* Data for review

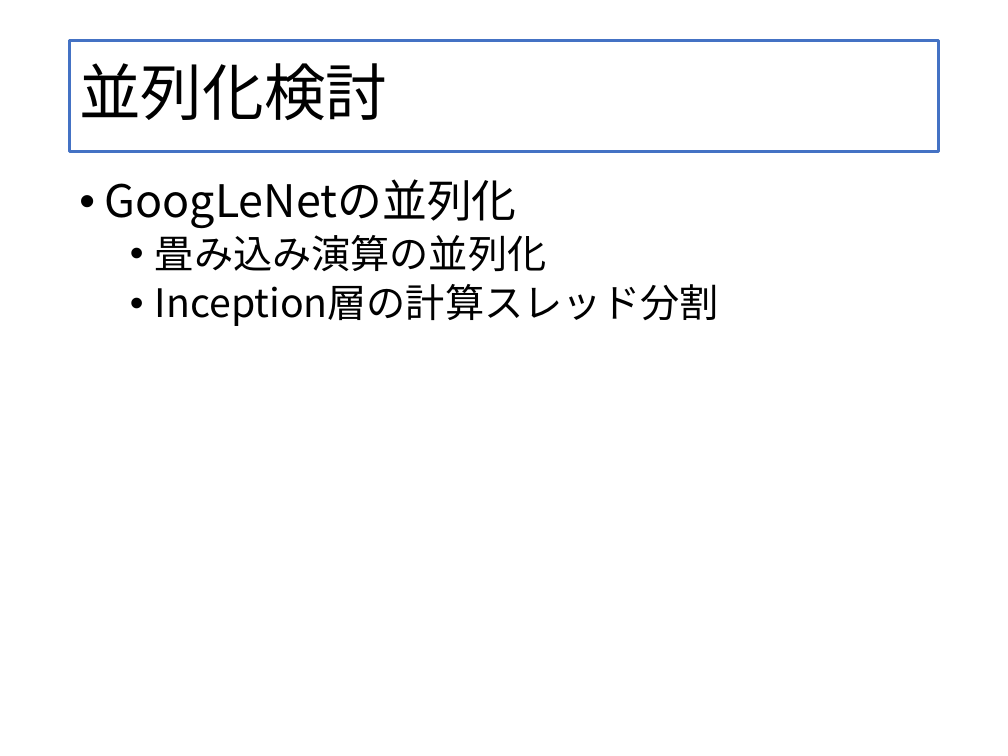
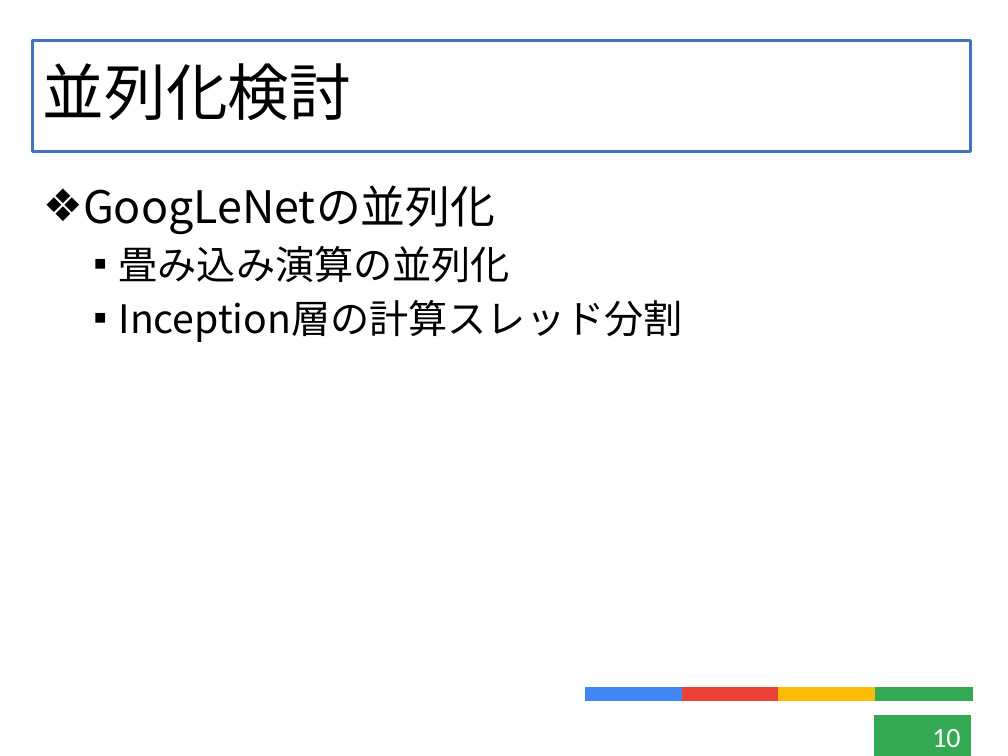
Before and after one commit to kensuke-iizuka/thesis, a slide deck: slide 10 of slide/graduate.pptx (slide 12 before the commit). Drawn at 1008x756 pixels with LibreOffice and Linux fonts; fonts in the diff are those of the drawing. Boxes give left, top, right and bottom in pixels: in the first picture for what was removed or moved away, otherwise in the second. Text is boxed around its words. In the diff, an @@ line names an element or a change of style, - is before the commit and + after.

```diff
--- a/slide/graduate.pptx
+++ b/slide/graduate.pptx
@@ title "並列化検討": place and size @@
-title "並列化検討" at bbox=[70, 40, 938, 151]
+title "並列化検討" at bbox=[33, 40, 972, 151]
@@ text "GoogLeNetの並列化": place and size @@
-text "GoogLeNetの並列化" at bbox=[105, 179, 719, 326]
+text "GoogLeNetの並列化" at bbox=[83, 185, 683, 342]
@@ text "GoogLeNetの並列化" at bbox=[83, 185, 683, 342]: bullet • to ❖; line spacing 0.9 to 1; bullet • to ▪ @@
@@ group added at bbox=[586, 688, 972, 701]: 4 rectangles @@
@@ page number added at bbox=[874, 716, 971, 756], fill #34A853, outline #34A853 0.75 pt, 20 pt, text #FFFFFF @@
+10
```
Also in this commit, not shown: 20 other slides changed, 2 slides added, 1 slide removed, 17 other files.

* Work instructions
Give the records again exactly as they stand, so that only the pictures are missing.

* Exercise solution
Before and after one commit to kensuke-iizuka/thesis, a slide deck: slide 10 of slide/graduate.pptx (slide 12 before the commit). Drawn at 1008x756 pixels with LibreOffice and Linux fonts; fonts in the diff are those of the drawing. Boxes give left, top, right and bottom in pixels: in the first picture for what was removed or moved away, otherwise in the second. Text is boxed around its words. In the diff, an @@ line names an element or a change of style, - is before the commit and + after.

```diff
--- a/slide/graduate.pptx
+++ b/slide/graduate.pptx
@@ title "並列化検討": place and size @@
-title "並列化検討" at bbox=[70, 40, 938, 151]
+title "並列化検討" at bbox=[33, 40, 972, 151]
@@ text "GoogLeNetの並列化": place and size @@
-text "GoogLeNetの並列化" at bbox=[105, 179, 719, 326]
+text "GoogLeNetの並列化" at bbox=[83, 185, 683, 342]
@@ text "GoogLeNetの並列化" at bbox=[83, 185, 683, 342]: bullet • to ❖; line spacing 0.9 to 1; bullet • to ▪ @@
@@ group added at bbox=[586, 688, 972, 701]: 4 rectangles @@
@@ page number added at bbox=[874, 716, 971, 756], fill #34A853, outline #34A853 0.75 pt, 20 pt, text #FFFFFF @@
+10
```
Also in this commit, not shown: 20 other slides changed, 2 slides added, 1 slide removed, 17 other files.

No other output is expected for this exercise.